Henry links up with Argentina
March 7, 2012
Sir Graham Henry will work with the Pumas in 2012 © Getty Images
Argentina have announced a major coup ahead of their first season in the Rugby Championship with the recruitment of former All Blacks coach Sir Graham Henry as a consultant.
Henry, who stepped down as New Zealand's head coach following their Rugby World Cup triumph last year, will take on a part-time consultancy role next month mentoring Argentina's high performance coaches with his extensive experience set to bolster the Pumas' preparations for their introduction to the southern hemisphere's premier competition later this year.
The 65-year-old, who has also recently been appointed as mentor to New Zealand's high performance coaches at Super Rugby and ITM Cup level on a two-year deal with the New Zealand Rugby Union, is looking forward to an "exciting but also extremely challenging" year working with the Argentina Rugby Union (UAR).
"My role will be offering the UAR's High Performance team and its coaches an insight into what is required to create a national programme that will ultimately lead to a more competitive international team," said Henry.
The Pumas will open their season with Tests against Italy and France in June before kicking off their Rugby Championship campaign against South Africa in Cape Town on August 18. "It makes me very happy that Henry is joining us," commented Pumas coach Santiago Phelan. "He's coming to work with us and make our play better."
However, Henry will not form part of the Pumas coaching team when they tackle the All Blacks in Wellington on September 8 or in Buenos Aires in the return clash three weeks later due to the terms of his latest NZRU contract. However, NZRU chief executive Steve Tew has given Henry his blessing in the hope it will benefit the game as a whole.
"Graham has said all along that he is keen to broaden his work and spend a bit of time offshore and it should be good for him, good for us and Argentina and in the long term that is good for SANZAR rugby given that Argentina are now part of the Rugby Championship," he told Radio Sport.
Explaining the NZRU's stance, he added, "What we're looking for him to do is grow coaches. In the short term we could put our coaches into actual coaching positions in developing countries but if they are going to be any good in the medium and long term then they have got to devlop their own coaches and that's what hopefully Graham is going to help with.

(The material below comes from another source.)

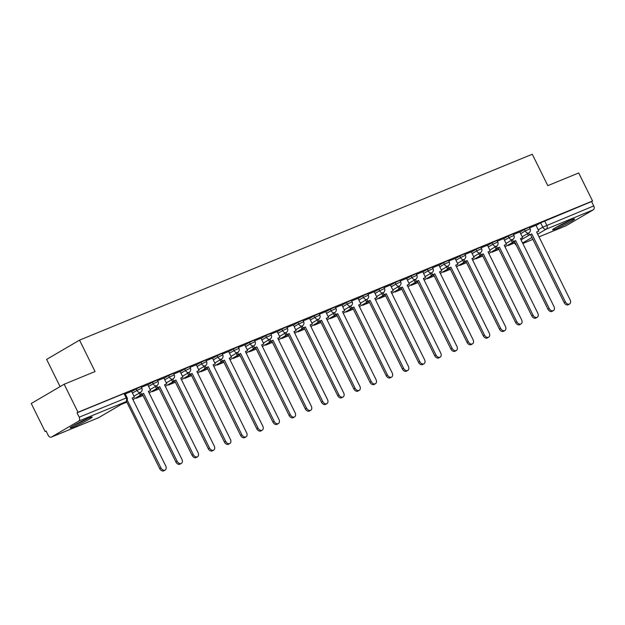 <?xml version="1.0" encoding="UTF-8"?>
<svg xmlns="http://www.w3.org/2000/svg" width="625" height="625" viewBox="0 0 625 625"><rect width="100%" height="100%" fill="white"/><g stroke="black" fill="none" stroke-linecap="round" stroke-linejoin="round"><path stroke-width="0.94" d="M141.102 386.617L136.203 388.867L136.969 390.414L141.867 388.172L141.102 386.617M157.281 379.977L152.383 382.227L153.148 383.773L158.047 381.523L157.281 379.977M173.461 373.336L168.562 375.586L169.328 377.133L174.227 374.883L173.461 373.336M189.633 366.695L184.734 368.938L185.5 370.492L190.398 368.242L189.633 366.695M205.812 360.047L200.914 362.297L201.68 363.844L206.578 361.602L205.812 360.047M221.984 353.406L217.094 355.656L217.859 357.203L222.75 354.961L221.984 353.406M238.164 346.766L233.266 349.016L234.031 350.562L238.93 348.312L238.164 346.766M254.344 340.125L249.445 342.367L250.211 343.922L255.109 341.672L254.344 340.125M270.516 333.484L265.617 335.727L266.383 337.281L271.281 335.031L270.516 333.484M286.695 326.836L281.797 329.086L282.562 330.633L287.461 328.391L286.695 326.836M302.875 320.195L297.977 322.445L298.742 323.992L303.641 321.742L302.875 320.195M319.047 313.555L314.148 315.805L314.914 317.352L319.812 315.102L319.047 313.555M335.227 306.914L330.328 309.156L331.094 310.711L335.992 308.461L335.227 306.914M351.398 300.273L346.508 302.516L347.273 304.062L352.164 301.82L351.398 300.273M367.578 293.625L362.68 295.875L363.445 297.422L368.344 295.18L367.578 293.625M383.758 286.984L378.859 289.234L379.625 290.781L384.523 288.531L383.758 286.984M399.93 280.344L395.031 282.594L395.797 284.141L400.695 281.891L399.93 280.344M416.109 273.703L411.211 275.945L411.977 277.5L416.875 275.25L416.109 273.703M432.289 267.062L427.391 269.305L428.156 270.852L433.055 268.609L432.289 267.062M448.461 260.414L443.562 262.664L444.328 264.211L449.227 261.969L448.461 260.414M464.641 253.773L459.742 256.023L460.508 257.57L465.406 255.32L464.641 253.773M480.813 247.133L475.922 249.383L476.688 250.93L481.578 248.68L480.813 247.133M496.992 240.492L492.094 242.734L492.859 244.289L497.758 242.039L496.992 240.492M513.172 233.844L508.273 236.094L509.039 237.641L513.938 235.398L513.172 233.844M529.344 227.203L524.445 229.453L525.211 231L530.109 228.758L529.344 227.203M556.094 228.781A12.281 0.859 153.7 0 0 568.164 223.016A12.281 0.859 153.7 0 0 574.586 218.953A12.281 0.859 153.7 0 0 571.055 220.016A12.281 0.859 153.7 0 0 558.984 225.781A12.281 0.859 153.7 0 0 552.562 229.844A12.281 0.859 153.7 0 0 556.094 228.781M73.695 426.852A12.281 0.859 153.7 0 0 85.766 421.094A12.281 0.859 153.7 0 0 92.188 417.031A12.281 0.859 153.7 0 0 88.664 418.094A12.281 0.859 153.7 0 0 76.586 423.859A12.281 0.859 153.7 0 0 70.164 427.914A12.281 0.859 153.7 0 0 73.695 426.852M64.156 384.234L95.055 371.547L79.539 340.141L532.273 154.242L547.797 185.648L578.703 172.961L592.555 200.984L78.008 412.258L64.156 384.234L31.25 403.5L45.102 431.523L46.133 431.102M60.078 386.617L46.633 359.398L79.539 340.141M45.102 431.523L46.062 430.961L48.219 435.328A3.148 2.211 -112.3 0 0 51.336 437.117A3.148 2.211 -112.3 0 0 51.531 437.023L78.68 421.125A3.148 2.211 -112.3 0 0 79.203 417.188L127.086 397.625L124.93 393.258L124.023 393.531L126.18 397.898A3.148 2.211 -112.3 0 1 125.656 401.844L78.68 421.125M78.008 412.258L77.047 412.82L79.203 417.188M536.055 225.484L540.625 222.812L542.781 227.18L593.75 205.914A3.148 2.211 67.7 0 1 593.227 209.852L566.07 225.75A3.148 2.211 67.7 0 1 565.875 225.844A3.148 2.211 67.7 0 1 565.672 225.914M593.75 205.914L591.594 201.547L592.555 200.984M512.492 239.633L513.414 241.5L512.164 242.227L515.641 240.586L549.188 308.469A3.625 2.562 59.7 0 0 553.406 310.617A3.625 2.562 59.7 0 0 553.961 306.508L520.414 238.625L522.641 237.711L519.836 231.914L513.5 234.516M496.312 246.273L497.234 248.141L495.984 248.875L499.461 247.227L533.016 315.109A3.625 2.562 59.7 0 0 537.227 317.258A3.625 2.562 59.7 0 0 537.781 313.148L504.234 245.266L506.461 244.352L503.664 238.555L497.32 241.156M480.133 252.922L481.055 254.781L479.812 255.516L483.289 253.867L516.836 321.75A3.625 2.562 59.7 0 0 521.055 323.898A3.625 2.562 59.7 0 0 521.609 319.797L488.055 251.914L490.289 250.992L487.484 245.203L481.148 247.805M463.961 259.562L464.883 261.43L463.633 262.156L467.109 260.508L500.664 328.398A3.625 2.562 59.7 0 0 504.875 330.539A3.625 2.562 59.7 0 0 505.43 326.438L471.883 258.555L474.109 257.641L471.305 251.844L464.969 254.445M447.781 266.203L448.703 268.07L447.461 268.797L450.938 267.156L484.484 335.039A3.625 2.562 59.7 0 0 488.695 337.18A3.625 2.562 59.7 0 0 489.25 333.078L455.703 265.195L457.93 264.281L455.133 258.484L448.797 261.086M431.609 272.844L432.531 274.711L431.281 275.445L434.758 273.797L468.305 341.68A3.625 2.562 59.7 0 0 472.523 343.828A3.625 2.562 59.7 0 0 473.078 339.719L439.523 271.836L441.758 270.922L438.953 265.125L432.617 267.727M415.43 279.492L416.352 281.352L415.102 282.086L418.578 280.438L452.133 348.32A3.625 2.562 59.7 0 0 456.344 350.469A3.625 2.562 59.7 0 0 456.898 346.359L423.352 278.477L425.578 277.562L422.781 271.766L416.438 274.375M399.25 286.133L400.172 288L398.93 288.727L402.406 287.078L435.953 354.961A3.625 2.562 59.7 0 0 440.172 357.109A3.625 2.562 59.7 0 0 440.727 353.008L407.172 285.125L409.406 284.203L406.602 278.414L400.266 281.016M383.078 292.773L384 294.641L382.75 295.367L386.227 293.727L419.773 361.609A3.625 2.562 59.7 0 0 423.992 363.75A3.625 2.562 59.7 0 0 424.547 359.648L391 291.766L393.227 290.852L390.422 285.055L384.086 287.656M374.203 291.727L367.906 294.297M350.719 306.055L351.641 307.922L350.398 308.656L353.875 307.008L387.422 374.891A3.625 2.562 59.7 0 0 391.641 377.039A3.625 2.562 59.7 0 0 392.195 372.93L358.641 305.047L360.875 304.133L358.07 298.336L351.734 300.938M334.547 312.703L335.469 314.562L334.219 315.297L337.695 313.648L371.25 381.531A3.625 2.562 59.7 0 0 375.461 383.68A3.625 2.562 59.7 0 0 376.016 379.57L342.469 311.688L344.695 310.773L341.891 304.977L335.555 307.586M318.367 319.344L319.289 321.211L318.047 321.938L321.523 320.289L355.07 388.172A3.625 2.562 59.7 0 0 359.281 390.32A3.625 2.562 59.7 0 0 359.844 386.219L326.289 318.336L328.523 317.414L325.719 311.625L319.383 314.227M294.172 326.664L298.742 323.992A3.148 2.234 59.7 0 0 302.203 325.961L303.117 327.852L301.867 328.578L305.344 326.938L338.891 394.82A3.625 2.562 59.7 0 0 343.109 396.961A3.625 2.562 59.7 0 0 343.664 392.859L310.117 324.977L312.344 324.062L309.539 318.266L303.203 320.867M277.992 333.312L282.562 330.633A3.148 2.234 59.7 0 0 286.031 332.602L286.938 334.492L285.688 335.219L289.164 333.578L322.719 401.461A3.625 2.562 59.7 0 0 326.93 403.609A3.625 2.562 59.7 0 0 327.484 399.5L293.938 331.617L296.164 330.703L293.367 324.906L287.023 327.508M261.82 339.953L266.383 337.281A3.148 2.234 59.7 0 0 269.852 339.242L270.758 341.133L269.516 341.867L272.992 340.219L306.539 408.102A3.625 2.562 59.7 0 0 310.758 410.25A3.625 2.562 59.7 0 0 311.312 406.141L277.758 338.258L279.992 337.344L277.188 331.547L270.852 334.148M245.641 346.594L250.211 343.922A3.148 2.234 59.7 0 0 253.672 345.883L254.586 347.773L253.336 348.508L256.812 346.859L290.359 414.742A3.625 2.562 59.7 0 0 294.578 416.891A3.625 2.562 59.7 0 0 295.133 412.789L261.586 344.906L263.812 343.984L261.008 338.195L254.672 340.797M244.789 344.859L238.492 347.438M228.609 351.508L222.32 354.078M212.43 358.148L206.141 360.719M196.258 364.789L189.969 367.359M180.078 371.43L173.789 374.008M163.898 378.07L157.609 380.648M140.422 392.406L141.344 394.273L140.102 395L143.578 393.359L177.125 461.242A3.625 2.562 59.7 0 0 181.344 463.383A3.625 2.562 59.7 0 0 181.898 459.281L148.344 391.398L150.578 390.484L147.773 384.688L141.438 387.289M127.219 400.102L160.953 467.883A3.625 2.562 59.7 0 0 165.164 470.031A3.625 2.562 59.7 0 0 165.719 465.922L132.172 398.039L134.398 397.125L131.594 391.328L125.258 393.93M131.641 391.539L136.203 388.867M147.812 384.898L152.383 382.227M163.992 378.258L168.562 375.586M180.172 371.617L184.734 368.938M196.344 364.969L200.914 362.297M212.523 358.328L217.094 355.656M228.703 351.688L233.266 349.016M244.875 345.047L249.445 342.367M261.055 338.406L265.617 335.727M277.227 331.758L281.797 329.086M293.406 325.117L297.977 322.445M309.586 318.477L314.148 315.805M325.758 311.836L330.328 309.156M341.938 305.188L346.508 302.516M358.109 298.547L362.68 295.875M374.289 291.906L378.859 289.234M390.469 285.266L395.031 282.594M406.641 278.625L411.211 275.945M422.82 271.977L427.391 269.305M439 265.336L443.562 262.664M455.172 258.695L459.742 256.023M471.352 252.055L475.922 249.383M487.523 245.414L492.094 242.734M503.703 238.766L508.273 236.094M519.883 232.125L524.445 229.453M528.664 232.992L529.586 234.859L528.344 235.586L531.82 233.945L565.367 301.828A3.625 2.562 59.7 0 0 569.586 303.969A3.625 2.562 59.7 0 0 570.141 299.867L536.586 231.984L538.82 231.07L536.016 225.273L529.68 227.875M77.047 412.82L124.023 393.531M591.594 201.547L540.625 222.812M569.586 303.969L568.336 304.703A3.625 2.562 -120.3 0 1 564.117 302.555L565.367 301.828M529.586 234.859L531.82 233.945M509.289 244.336L509.516 244.797L508.266 245.523L515.086 242.719M508.266 245.523L508.039 245.07M509.516 244.797L515 242.539M530.57 234.672L564.117 302.555M528.344 235.586L527.422 233.727M536.68 232.164L538.82 231.07M569.633 220.625A10.633 0.742 -26.3 0 1 565.844 222.68A10.633 0.742 -26.3 0 1 556.891 226.914M555.82 227.531A12.203 0.859 153.7 0 0 566.258 222.594A12.203 0.859 153.7 0 0 570.773 220.133M87.234 418.695A10.633 0.742 -26.3 0 1 83.445 420.758A10.633 0.742 -26.3 0 1 74.492 424.992M73.422 425.602A12.203 0.859 153.7 0 0 83.859 420.664A12.203 0.859 153.7 0 0 88.375 418.211M553.406 310.617L552.156 311.344A3.625 2.562 -120.3 0 1 547.945 309.195L549.188 308.469M513.414 241.5L515.641 240.586M493.109 250.977L493.336 251.437L492.086 252.164L498.914 249.367M492.086 252.164L491.859 251.711M493.336 251.437L498.82 249.18M514.391 241.312L547.945 309.195M512.164 242.227L511.242 240.367M520.5 238.805L522.641 237.711M537.227 317.258L535.984 317.984A3.625 2.562 -120.3 0 1 531.766 315.844L533.016 315.109M497.234 248.141L499.461 247.227M476.938 257.625L477.156 258.078L475.914 258.805L482.734 256.008M475.914 258.805L475.688 258.352M477.156 258.078L482.648 255.828M498.219 247.961L531.766 315.844M495.984 248.875L495.062 247.008M504.32 245.453L506.461 244.352M521.055 323.898L519.805 324.633A3.625 2.562 -120.3 0 1 515.594 322.484L516.836 321.75M481.055 254.781L483.289 253.867M460.758 264.266L460.984 264.719L459.734 265.453L466.563 262.648M459.734 265.453L459.508 264.992M460.984 264.719L466.469 262.469M482.039 254.602L515.594 322.484M479.812 255.516L478.891 253.648M488.148 252.094L490.289 250.992M504.875 330.539L503.625 331.273A3.625 2.562 -120.3 0 1 499.414 329.125L500.664 328.398M464.883 261.43L467.109 260.508M444.578 270.906L444.805 271.359L443.562 272.094L450.383 269.289M443.562 272.094L443.336 271.633M444.805 271.359L450.289 269.109M456.484 266.766L465.875 261.266L499.414 329.125M463.633 262.156L462.711 260.289M471.969 258.734L474.109 257.641M488.695 337.18L487.453 337.914A3.625 2.562 -120.3 0 1 483.234 335.766L484.484 335.039M448.703 268.07L450.938 267.156M428.406 277.547L428.633 278.008L427.383 278.734L434.203 275.93M427.383 278.734L427.156 278.281M428.633 278.008L434.117 275.75M440.305 273.406L449.703 267.906L483.234 335.766M447.461 268.797L446.539 266.938M455.797 265.375L457.93 264.281M472.523 343.828L471.273 344.555A3.625 2.562 -120.3 0 1 467.062 342.406L468.305 341.68M432.531 274.711L434.758 273.797M412.227 284.188L412.453 284.648L411.203 285.375L418.031 282.578M411.203 285.375L410.977 284.922M412.453 284.648L417.938 282.398M433.508 274.523L467.062 342.406M431.281 275.445L430.359 273.578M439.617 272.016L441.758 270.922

"We see ourselves as having a legitimate role in growing the game globally. If we want to survive as a sport on the international stage then we need to do our bit and this was a way of contributing without seriously impacting on our competitive advantage. It's a balancing act but on judgement we think this is ok."
NZRU high performance manager Don Tricker reiterated that Henry has the union's support. "It's a real positive not only for him but for Argentinian rugby as well. He will be mentoring their age-grade and national coaches," he said. "It's in everyone's interest for Argentinian rugby to develop as they prepare to enter this year's new Investec Rugby Championship. Their inclusion in the new competition is exciting for everyone and will be a historic moment in the history of southern hemisphere rugby."